5.2 Mooring Line Peak Tension

Preventing mooring line failure is a key design objective for floating breakwater systems. The mooring lines that are placed seaside of the floating body are subjected to the heaviest tension under wave action in the normal direction. Because of the symmetric arrangement of mooring lines in both the east-west and south-north directions, mooring lines S1 and S2 in Fig. 2 were evaluated, as discussed in this section. Figs. 11 and 12 show the variation in peak mobilized tension for various sea states as a function of the normalized wave frequency. The variation in the tension exhibited large values in the low frequency range, where resonance occurred and then gradually decreased.

Figure 11
Variation of peak mobilized tension for S1 mooring line.

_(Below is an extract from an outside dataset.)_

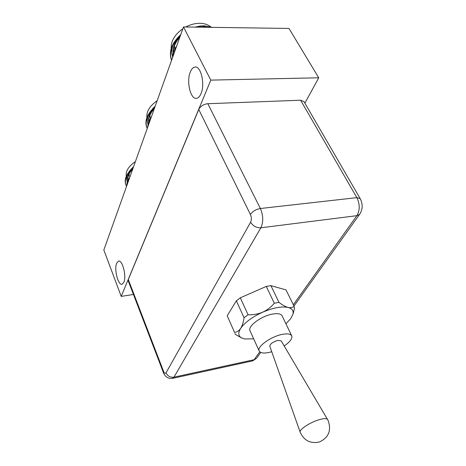 <?xml version="1.0" encoding="UTF-8"?>
<svg xmlns="http://www.w3.org/2000/svg" width="466" height="466" viewBox="0 0 466 466"><rect width="100%" height="100%" fill="white"/><g stroke="black" fill="none" stroke-linecap="round" stroke-linejoin="round"><path stroke-width="0.7" d="M175.181 50.223L175.03 49.815M174.82 49.157L174.453 45.86M174.628 44.235L175.478 41.224M207.958 27.296L201.807 26.288M212.333 27.36L204.411 25.799L199.984 26.061L195.481 27.121M179.958 35.317L180.779 34.554M195.703 27.121L201.23 26.288L198.592 26.445M173.026 45.272C171.54 49.268 171.395 52.949 172.577 56.304M185.753 26.981C190.53 24.488 195.306 23.259 200.071 23.3C204.37 23.411 207.871 24.552 210.574 26.725M175.932 48.12L172.851 56.753M176.742 45.86C174.045 49.932 172.612 53.945 172.443 57.895M150.448 118.312L149.866 115.306M149.941 114.1L150.291 112.446M149.114 123.205L148.87 122.709M151.071 110.64L151.403 110.18M152.429 108.904L155.213 106.132M155.172 106.236L150.972 110.675M148.095 115.97C147.081 118.993 147.064 121.754 148.048 124.253M150.664 118.871L148.06 126.158M151.38 116.873C148.992 120.362 147.78 123.752 147.745 127.043M129.455 176.253L129.006 174.278M129.018 173.34L129.134 172.478M129.437 171.348L129.554 171.028M129 171.884L129.624 170.917M130.189 170.154L133.591 166.677M133.526 166.845L129.164 171.494M127.049 175.682L126.566 179.095L127.294 182.159M129.303 178.67L127.072 184.915M129.938 176.882C127.806 179.917 126.764 182.823 126.828 185.602M201.032 93.602C199.838 96.433 198.359 98 196.594 98.297C190.553 99.712 186.237 81.637 190.274 72.09C191.479 69.038 193.029 67.366 194.916 67.069C200.939 65.648 205.267 84.282 201.032 93.602M123.874 282.262L122.139 284.231C118.189 285.821 113.937 269.424 116.651 263.249L118.469 261.129C122.389 259.48 126.717 276.233 123.874 282.262M133.439 294.454L121.218 296.393L210.807 80.117L183.499 26.946L288.996 28.449L318.732 77.787L304.886 103.167M210.807 80.117L318.732 77.787M121.218 296.393L103.831 249.974L183.499 26.946M163.473 371.169L163.298 372.317L128.214 280.835L128.296 279.524L163.473 371.169C164.399 373.283 165.249 373.843 166.024 372.841L250.626 222.183C251.652 219.865 251.582 217.296 250.417 214.482L198.755 109.475L128.296 279.524M198.755 109.475C200.549 106.126 203.572 104.203 207.824 103.708L300.617 100.225L304.007 101.646L360.212 198.644L356.863 197.642L300.617 100.225M132.927 168.529C126.467 174.453 124.183 180.045 126.059 185.311L126.566 186.342M133.259 167.603L132.653 168.086C126.245 173.987 123.979 179.561 125.855 184.81L126.059 185.311M132.734 169.071C129.024 173.008 127.428 176.777 127.94 180.371M130.795 170.562C128.133 174.074 127.16 177.4 127.87 180.54M128.039 181.128L128.232 181.635M128.255 179.695L127.841 179.253M127.643 179.014L127.393 178.676M126.315 176.288C125.488 171.22 128.511 166.327 135.396 161.609M154.642 107.728C147.128 114.863 144.617 121.696 147.116 128.237L147.227 128.488M155.003 106.726L154.339 107.273C146.877 114.386 144.396 121.207 146.889 127.725L147.116 128.237M147.006 127.975L147.239 128.453M154.293 108.712C150.233 113.151 148.392 117.502 148.782 121.748M148.904 122.581L149.073 123.327M153.559 108.735C149.586 113.314 147.955 117.752 148.671 122.051M148.835 122.779L149.033 123.438M149.394 122.43L149.079 122.104M147.367 119.302L147.064 118.352M146.906 117.624C146.266 111.584 149.679 105.945 157.153 100.697M180.348 35.766C171.89 44.072 168.972 52.25 171.587 60.295M199.984 26.061L195.027 27.115M180.738 34.676L180.004 35.3C171.371 43.856 168.558 52.204 171.564 60.353M198.295 26.387L200.654 25.98M206.986 27.284L198.283 27.156M179.783 37.35C175.245 42.476 173.107 47.602 173.369 52.728M173.48 53.782L173.62 54.598M180.249 36.045C174.878 41.759 172.536 47.491 173.218 53.241M173.375 54.155L173.538 54.831M171.791 51.173L171.348 49.559M171.197 48.633C170.731 41.299 174.622 34.659 182.87 28.706M203.59 26.818L204.848 27.255M327.522 419.441L281.173 340.844L277.835 340.396C272.814 341.928 270.129 343.85 269.779 346.156L300.197 432.232C298.683 429.699 310.904 421.794 320.095 419.441C324.284 418.352 326.765 418.363 327.546 419.476L327.546 419.476M271.76 351.748L269.016 352.453C263.634 353.537 260.36 353.059 259.183 351.02C256.585 346.867 270.833 336.481 282.221 334.396C287.435 333.423 290.598 333.906 291.71 335.852C292.555 338.561 290.05 341.928 284.184 345.953M259.183 351.02L250.021 330.784C247.324 326.392 261.28 315.942 272.593 314.067C277.771 313.181 280.946 313.769 282.105 315.826L291.71 335.852M285.92 323.777L290.702 318.68L292.974 314.113C293.685 310.764 292.071 308.55 288.134 307.467C290.737 308.014 292.706 307.607 294.04 306.238L294.477 308.317L292.922 314.317M270.903 285.646L278.965 302.376C282.326 304.974 285.378 306.669 288.134 307.467C281.779 306.145 273.297 307.717 262.69 312.191C267.298 310.018 271.171 307.024 274.305 303.22L266.272 286.421L270.903 285.646L286.025 289.91L294.04 306.238M278.965 302.376L274.305 303.22M240.322 297.815L248.063 314.771C253.061 314.993 257.937 314.131 262.69 312.191C252.188 317.02 244.848 322.42 240.672 328.39C242.314 325.676 243.438 322.128 244.044 317.754L236.367 300.809L240.322 297.815L266.272 286.421M248.063 314.771L244.044 317.754M234.579 332.462L227.204 315.773L234.579 332.462C236.903 332.217 238.936 330.86 240.672 328.39C237.893 332.916 238.243 336.12 241.726 338.007L244.761 338.974L253.655 338.817M234.922 333.598L235.371 334.39L242.192 338.229M227.204 315.773L236.367 300.809M293.324 304.781L356.88 215.676L260.861 227.792L173.975 377.157L254.162 359.694L259.778 351.824M166.024 372.841C167.684 376.144 170.335 377.582 173.975 377.157L172.309 378.421M252.205 360.969L256.539 358.313L252.677 360.865L172.711 378.334C168.133 378.858 164.993 376.854 163.298 372.317M207.824 103.708L260.377 208.506L356.863 197.642C359.991 204.195 359.997 210.207 356.88 215.676L359.583 214.372L293.947 306.051M250.417 214.482C252.584 211.302 255.91 209.31 260.377 208.506C263.348 215.577 263.506 222.008 260.861 227.792C256.393 227.932 252.986 226.062 250.626 222.183M359.968 213.836L359.583 214.372C362.793 209.514 363.002 204.271 360.212 198.644M256.912 357.789L260.744 352.436M118.469 261.129L118.813 261.082M194.916 67.069L195.574 67.063M300.197 432.238C304.112 440.685 310.531 443.929 319.443 441.96C328.635 437.609 331.547 430.52 328.192 420.699L327.54 419.47M292.974 314.113L293.627 312.092M241.726 338.007L240.887 337.669"/></g></svg>

As shown in Figs. 11 and 12, the peak tension in the mooring lines decreased remarkably when supplementary control devices were added to the floating breakwater with reductions of approximately 26% for S1 and 24% for S2. As noted previously, reducing the mobilized tension in the mooring lines dramatically decreased the likelihood of the mooring system being damaged by fatigue. This would reduce the maintenance costs and increase the operational safety of the floating breakwater system. Note that the peak tensile stress was lower than the yield stress of the mooring lines for all sea states. At Hs = 3 m and Tp = 6 s, the peak tensile stress in S1 was 80.1 MPa, which is less than the allowable tensile strength of the mooring lines. The same held for S2 at Hs = 3 m and Tp = 5 s. The peak mobilized stress in this sea state was 135.5 MPa.

Figure 12
Variation of peak mobilized tension for S2 mooring line

5.3 Fairlead Displacement

The influence of the TLCD on the displacement of the fairlead points for mooring lines S1 and S2 was considered. FB and FB-TLCD were investigated under the excitation of the No. 18 sea state, which was one of the strongest wave conditions with Hs = 3 m and Tp = 5 s. The time history of the surface elevation, spectral density, and wave loads for the input sea state are plotted in Figs. 13- 15.

Figure 13
Power spectral density for sea state No. 18.

Figure 14
Time series for sea state No. 18.

When the surface elevation increased or decreased, the wave load acting on the floating body changed accordingly. Fig. 16 presents the time history of the fairlead displacement for S1 and S2 subjected to the combined wave forces and moment plotted in Fig. 15. In the time segment presented, TLCD clearly reduced the peak displacement of the fairlead point by 31%. FB had a peak displacement of 2.79 m, while FB-TLCD had a displacement of 1.93 m. Because the floating body was a solid box, the results for S1 and S2 can be generalized to the other fairlead points of the model. Further, the TLCD can be concluded to have successfully mitigated the overall motion of floating body and thus may lead to the better hydrodynamic performance.

Figure 15
Wave force and moment for sea state No. 18.

Figure 16
Displacement of fairlead for sea state No. 18.

5.4 Fatigue Life

The fatigue of the selected mooring lines was evaluated with the rainflow cycle counting method. Figs. 17 and 18 show the fatigue damage rates of mooring lines S1 and S2 for FB and FB-TLCD. The results clearly showed that the TLCD reduced the damage rate for each sea state. Table 4 presents the accumulated damage rate for S1 and S2 caused by all sea states. As shown in Fig. 19(a), the cumulative fatigue damage rate was reduced by 36% for S1 and 31% for S2 with the TLCD.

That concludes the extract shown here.